Practicing dermatologists often encounter patients complaining of worsening pigmentation or
recurrent polymorphous light eruption in spite of using sunscreens with “good sun protection factor
(SPF)” or “SPF >50”. It is important for both dermatologists and the public to be aware that a good
SPF value will not protect the skin from the entire UV spectrum. In fact, in 2007, the FDA has
proposed that the expansion of SPF be changed to “sunburn protection factor” to indicate that it is
only an index of protection against sunburn or UVB-induced erythema, and hence does not
necessarily imply UVA or broad spectrum protection
Grading system for SPF: • Low: SPF 2 – 15 • Medium: SPF 15 – 30 High: SPF 30 – 50 • Highest: SPF >50
Note: It is noteworthy that a sunscreen with an SPF of 15 blocks about 93% of UVB radiation, while
one with an SPF of 30 blocks about 97% of UVB radiation. This difference of 4% may make the
difference between an aesthetically pleasing sunscreen and an undesirable one, as products with
higher SPF generally tend to be uncomfortable due to the higher concentration of the active
ingredient.
Most individuals do not apply enough sunscreen to achieve adequate protection. It has been found
that 20-50% of the required amount of sunscreen is usually used by most individuals. To cover the
average 1.73 m2 adult, approximately 35ml of sunscreen is required. The teaspoon rule of applying
sunscreen is as follows: Apply slightly more than ½ teaspoon (~3ml) to each arm, to the face and the
neck. On each leg, the chest and back, apply slightly more than a teaspoon (~6ml).Using an adequate
amount of sunscreen (2 mg/cm2) provides greater sun protection than using an inadequate amount
of a sunscreen with a higher SPF rating. Patients should select broad-spectrum sunscreens that
contain agents that effectively block both UVB and UVA rays with an SPF of 30 or greater. A
sunscreen with a SPF of 15 filters out approximately 94% of the UVB rays. One with a SPF of 30 filters
out 97%. The SPF applies for UVB rays only. The protection provided against UVA rays in chemical
sunscreens is about 10% of the UVB rating.[26] Natural pigments such as titanium dioxide and zinc
oxide are good UVB and UVA blockers. Today, certain chemicals can be added to sunscreen products
to give them good UVA ray blocking abilities. Such chemicals include avobenzone and Mexoryl SX.

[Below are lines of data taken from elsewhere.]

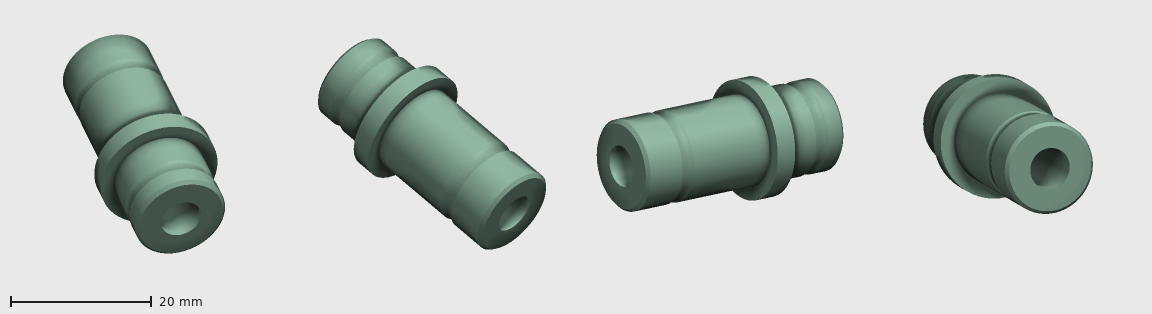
import cadquery as cq
import math

length = 34.0
long_end_diameter = 13.4
short_end_diameter = 13.5
bore_diameter = 6.0
flange_diameter = 17.5
flange_start = 21.0
flange_width = 3.0
end_chamfer = 0.5
groove_width = 2.0
groove_arc_radius = 2.0
long_end_groove_center = 7.0
short_end_groove_center = 30.0

flange_end = flange_start + flange_width
groove_depth = groove_arc_radius - math.sqrt(groove_arc_radius**2 - (groove_width / 2) ** 2)


def cylinder_along_x(diameter, start, end):
    """Solid cylinder on the X axis from X = start to X = end."""
    return cq.Workplane("YZ", origin=(start, 0, 0)).circle(diameter / 2).extrude(end - start)


def groove_ring(center, diameter):
    """Ring that cuts a shallow arc-bottomed groove centred at X = center."""
    surface_radius = diameter / 2
    return (
        cq.Workplane("XY")
        .moveTo(center - groove_width / 2, surface_radius)
        .threePointArc(
            (center, surface_radius - groove_depth),
            (center + groove_width / 2, surface_radius),
        )
        .lineTo(center + groove_width / 2, flange_diameter / 2)
        .lineTo(center - groove_width / 2, flange_diameter / 2)
        .close()
        .revolve(360, (0, 0, 0), (1, 0, 0))
    )


long_end = cylinder_along_x(long_end_diameter, 0, flange_start)
long_end = long_end.faces("<X").edges().chamfer(end_chamfer)
long_end = long_end.cut(groove_ring(long_end_groove_center, long_end_diameter))

short_end = cylinder_along_x(short_end_diameter, flange_end, length)
short_end = short_end.faces(">X").edges().chamfer(end_chamfer)
short_end = short_end.cut(groove_ring(short_end_groove_center, short_end_diameter))

flange = cylinder_along_x(flange_diameter, flange_start, flange_end)
bore = cylinder_along_x(bore_diameter, 0, length)

result = long_end.union(flange).union(short_end).cut(bore)

Foundation makeup products without sunscreen may not offer more than a SPF of 4 via its pigment
content. However, most of cosmetic products that contain sunscreen chemicals offer various SPF
levels up to 15-30.
Sunscreens alone may provide insufficient protection from UVR as they prevent sunburn from UV-B
radiation and provide more limited protection from UV-A radiation. Avoiding solar exposure at times
of peak intensity, using cover-up garments and sunscreen lotions is an effective combination for
protection of the skin on sunny and cloudy days.
Sunscreen should be applied properly to all sun exposed areas (in a concentration of 2 mg/cm2 ),
and allowed to dry completely before sun exposure. It should be reapplied every 2 hours, and after
swimming, vigorous activity, excessive perspiration, or toweling.